# AI Report



## shaggy (Jun 18, 2003)

Headed east again yesterday morning, and as I am driving down to find my brother ran into Florida and Axon, whome it was a pleasure to meet. Now to the report:

I am honored and priveledged to say, that I have finally gotten that "AI Spring Skunk" done and over with. But, I have to add, it was a "career day", history for me and at least a personal trifecta! 

Met with my brother about 10:00 am Thursday, and as usually skate (but I got my first shark of the season), but a beautiful day.
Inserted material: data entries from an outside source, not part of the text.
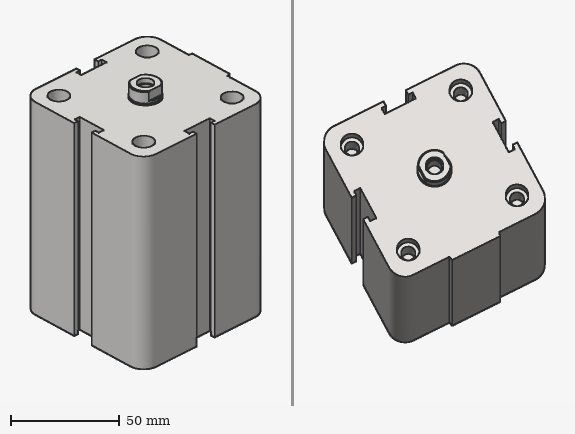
import cadquery as cq

SIDE = 80.0
HOUSING_HEIGHT = 115.0
CORNER_RADIUS = 8.5

RIB_HEIGHT = 2.0
RIB_BASE_WIDTH = 25.8
RIB_TOP_WIDTH = 25.0

SLOT_MOUTH_WIDTH = 11.5
SLOT_INNER_WIDTH = 16.2
SLOT_LIP = 2.5
SLOT_DEPTH = 5.6

HOLE_PITCH = 56.5
HOLE_DIAMETER = 6.6
COUNTERBORE_DIAMETER = 10.5
COUNTERBORE_DEPTH = 6.6
HOLE_DEPTH = 19.6

TOTAL_HEIGHT = 122.5
SHANK_DIAMETER = 16.0
SHANK_PROTRUSION = 1.0
NECK_DIAMETER = 15.5
NECK_CHAMFER = 0.5
FLATS_WIDTH = 13.0
FLATS_LENGTH = 5.3
ROD_SOCKET_DEPTH = 14.7
ROD_BOTTOM = HOUSING_HEIGHT - ROD_SOCKET_DEPTH
SHANK_TOP = HOUSING_HEIGHT + SHANK_PROTRUSION

BORE_DIAMETER = 8.2
BORE_DEPTH = 2.7
THREAD_DIAMETER = 6.6
THREAD_DEPTH = 12.2


def cylinder(diameter, bottom, top):
    return cq.Workplane("XY").workplane(offset=bottom).circle(diameter / 2).extrude(top - bottom)


def rib():
    """Trapezoidal rib on the +Y side, running the full height."""
    base_y = SIDE / 2
    return (
        cq.Workplane("XY")
        .moveTo(-RIB_BASE_WIDTH / 2, 0)
        .lineTo(-RIB_BASE_WIDTH / 2, base_y)
        .lineTo(-RIB_TOP_WIDTH / 2, base_y + RIB_HEIGHT)
        .lineTo(RIB_TOP_WIDTH / 2, base_y + RIB_HEIGHT)
        .lineTo(RIB_BASE_WIDTH / 2, base_y)
        .lineTo(RIB_BASE_WIDTH / 2, 0)
        .close()
        .extrude(HOUSING_HEIGHT)
    )


def t_slot(angle):
    """T-slot cutter for the -Y side, turned about Z by the given angle."""
    outer_y = -SIDE / 2
    floor_y = outer_y + SLOT_DEPTH
    lip_y = outer_y + SLOT_LIP
    mouth = cq.Workplane("XY").rect(SLOT_MOUTH_WIDTH, 2 * SLOT_LIP).extrude(HOUSING_HEIGHT)
    channel = cq.Workplane("XY").rect(SLOT_INNER_WIDTH, floor_y - lip_y).extrude(HOUSING_HEIGHT)
    slot = mouth.translate((0, outer_y, 0)).union(channel.translate((0, (lip_y + floor_y) / 2, 0)))
    return slot.rotate((0, 0, 0), (0, 0, 1), angle)


def stepped_hole(top, wide_diameter, wide_depth, narrow_diameter, narrow_depth):
    """Blind hole on the Z axis, both depths measured down from its top."""
    narrow = cylinder(narrow_diameter, top - narrow_depth, top)
    return narrow.union(cylinder(wide_diameter, top - wide_depth, top))


def make_housing():
    body = cq.Workplane("XY").rect(SIDE, SIDE).extrude(HOUSING_HEIGHT)
    body = body.edges("|Z").fillet(CORNER_RADIUS).union(rib())
    for angle in (-90, 0, 90):
        body = body.cut(t_slot(angle))
    corner_hole = stepped_hole(
        HOUSING_HEIGHT, COUNTERBORE_DIAMETER, COUNTERBORE_DEPTH, HOLE_DIAMETER, HOLE_DEPTH
    )
    for x in (-HOLE_PITCH / 2, HOLE_PITCH / 2):
        for y in (-HOLE_PITCH / 2, HOLE_PITCH / 2):
            body = body.cut(corner_hole.translate((x, y, 0)))
    return body.cut(cylinder(SHANK_DIAMETER, ROD_BOTTOM, HOUSING_HEIGHT))


def wrench_flat(side):
    """Cutter for the flat facing +X (side = 1) or -X (side = -1)."""
    cutter_thickness = NECK_DIAMETER - FLATS_WIDTH
    center_x = side * (FLATS_WIDTH + cutter_thickness) / 2
    return (
        cq.Workplane("XY")
        .workplane(offset=TOTAL_HEIGHT - FLATS_LENGTH)
        .center(center_x, 0)
        .rect(cutter_thickness, NECK_DIAMETER)
        .extrude(FLATS_LENGTH)
    )


def make_rod():
    neck = cylinder(NECK_DIAMETER, SHANK_TOP, TOTAL_HEIGHT).faces(">Z").chamfer(NECK_CHAMFER)
    for side in (-1, 1):
        neck = neck.cut(wrench_flat(side))
    shank_chamfer = (SHANK_DIAMETER - NECK_DIAMETER) / 2
    shank = cylinder(SHANK_DIAMETER, ROD_BOTTOM, SHANK_TOP).faces(">Z").chamfer(shank_chamfer)
    rod = shank.union(neck)
    return rod.cut(stepped_hole(TOTAL_HEIGHT, BORE_DIAMETER, BORE_DEPTH, THREAD_DIAMETER, THREAD_DEPTH))


housing = make_housing()
rod = make_rod()

result = cq.Compound.makeCompound([housing.val(), rod.val()])

At about 9:00 pm, I became one of the fortunate, my first Spring striper, and a personal best striper from the surf at about 31".










Things died down, and at about 10:00pm, my brother decided to hit the campground area for some legal sleep. Skate and shark again, but heck, I got 1) a Spring Striper, 2) one finally over 30" from the surf, so I was happy.

About 1:30, 2:00 am, getting tired myself so started to pull in lines, to load up and catch a few zzzz's. First rod in, working on the second, when that love sound of "drag" starts humming. Well, stopped what I was doing to attend to business, and low and behold, another new personal best, and first limit at AI:










Now this baby (night time pic alone, so Jeep is size reference), it got past the wash, and beached, yet suddenly my line snapped, and therefore, into the sand rod and reel and after the fish goes me.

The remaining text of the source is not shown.